Belanda ikut campur dalam masalah-masalah keluarga kerajaan demi kepentingan Belanda. Pada 13 Februari 1755 dibuat Perjanjian Giyanti yang memecah wilayah kerajaan Mataram Islam menjadi dua: Pakubuwono III mendapat bagian wilayah timur dengan ibu kota Surakarta dengan sebutan Keraton Kasunanan Surakarta dan Mangkubumi dengan gelar Sri Sultan Hamengkubuwono I mendapat wilayah barat dengan Kasultanan Ngayogyakarta.

Sementara itu Raden Mas Said terus menerus melawan Belanda dan keluarga kerajaan. Akhirnya Belanda minta bantuan Pakubuwono III agar mengajak Raden Mas Said berunding secara kekeluargaan.

Pada 24 Februari 1757 di desa Tunggon terjadi perdamaian Pakubuwono III dan Raden Mas Said alias Pangeran Sambernyawa. Perdamaian dua saudara sepupu itu mengakhiri pemberontakan RM Said melawan kerajaan Mataram Islam sejak beribukota di Kartasura sampai pindah ke Surakarta.

Setelah perdamaian itu Raden Mas Said yang bergelar Kanjeng Gusti Pangeran Adipati Aryo Mangkunegoro I berkuasa di Pura atau Istana Mangkunegaran. Jarak istana Mangkunegaran sekitar satu kilometer dari Keraton Kasunanan Surakarta dengan Susuhunan  (Sunan) Pakubuwono III sebagai rajanya.

Kedudukan Mangkunegaran di bawah Kasunanan Surakarta. Gelar kebangsawanan Mangkunegoro sebagai Kanjeng Gusti Pangeran Adipati Aryo menunjukkan bahwa Mangkunegoro adalah seorang pangeran (putra raja), bukan seorang raja. Begitu pula gelar Adipati menunjukkan jabatan Mangkunegoro setara adipati (bupati), bukan berkedudukan sebagai raja.

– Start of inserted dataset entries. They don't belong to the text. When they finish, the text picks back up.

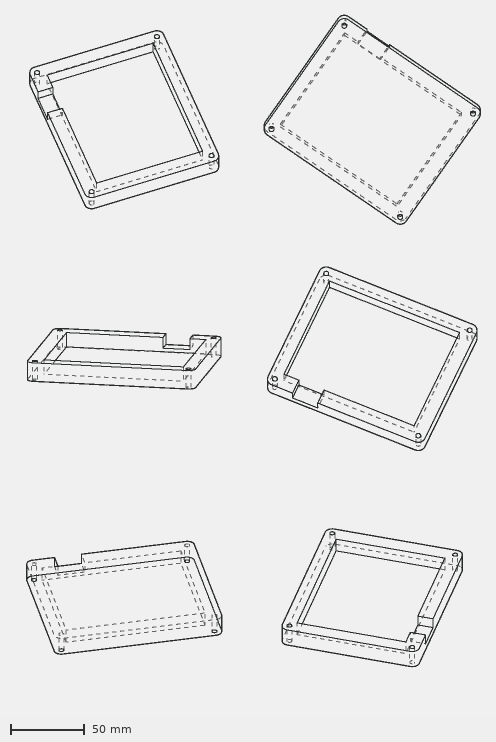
import cadquery as cq

length = 116.0
width = 96.4
height = 13.0
corner_radius = 5.0

side_wall = 9.3
right_wall = 10.5
front_wall = 10.7
back_wall = 9.3
pocket_depth = 10.0

notch_start = 20.3
notch_width = 18.6
notch_depth = 7.5

hole_diameter = 3.4


def box_from_top(x_start, y_start, x_size, y_size, depth):
    """Cutting box that reaches down from the top face."""
    return cq.Workplane("XY").box(x_size, y_size, depth, centered=False).translate(
        (x_start, y_start, height - depth)
    )


tray = cq.Workplane("XY").box(length, width, height, centered=False)
tray = tray.edges("|Z").fillet(corner_radius)

pocket_length = length - side_wall - right_wall
pocket_width = width - front_wall - back_wall
tray = tray.cut(box_from_top(side_wall, front_wall, pocket_length, pocket_width, pocket_depth))

tray = tray.cut(box_from_top(notch_start, 0, notch_width, front_wall, notch_depth))

hole_centers = [
    (x, y)
    for x in (corner_radius, length - corner_radius)
    for y in (corner_radius, width - corner_radius)
]
holes = cq.Workplane("XY").pushPoints(hole_centers).circle(hole_diameter / 2).extrude(height)
tray = tray.cut(holes)

result = tray.translate((-length / 2, -width / 2, -height / 2))

Kedudukan Mangkunegoro I di bawah Pakubuwono III. Oleh karena itu Mangkunegoro I wajib melakukan audiensi (pisowanan) kepada Pakubuwono III sebagai tanda kepatuhan. Audiensi dilakukan setiap Senin, Kamis, dan Sabtu. Beberapa ketentuan juga membatasi kewenangan Mangkunegoro I, di antaranya:

1. Tidak boleh duduk di atas dhampar, tahta kursi kebesaran.

2. Mangkunegaran tidak boleh memiliki siti hinggil, yaitu bagian depan bangunan kompleks keraton yang tanahnya lebih tinggi dari bagian lain. Tempat ini adalah ruang tunggu bagi mereka yang ingin menghadap raja.

3. Mangkunegaran tidak boleh punya alun-alun waringin kurung. Sedangkan Keraton Kasunanan Surakarta dan Kasultanan Yogyakarta memiliki alun-alun (halaman) di utara dan di selatan, masing-masing ditanami sepasang pohon beringin (ringin kembar).

4. Mangkunegoro tidak berwenang untuk memutuskan hukuman mati.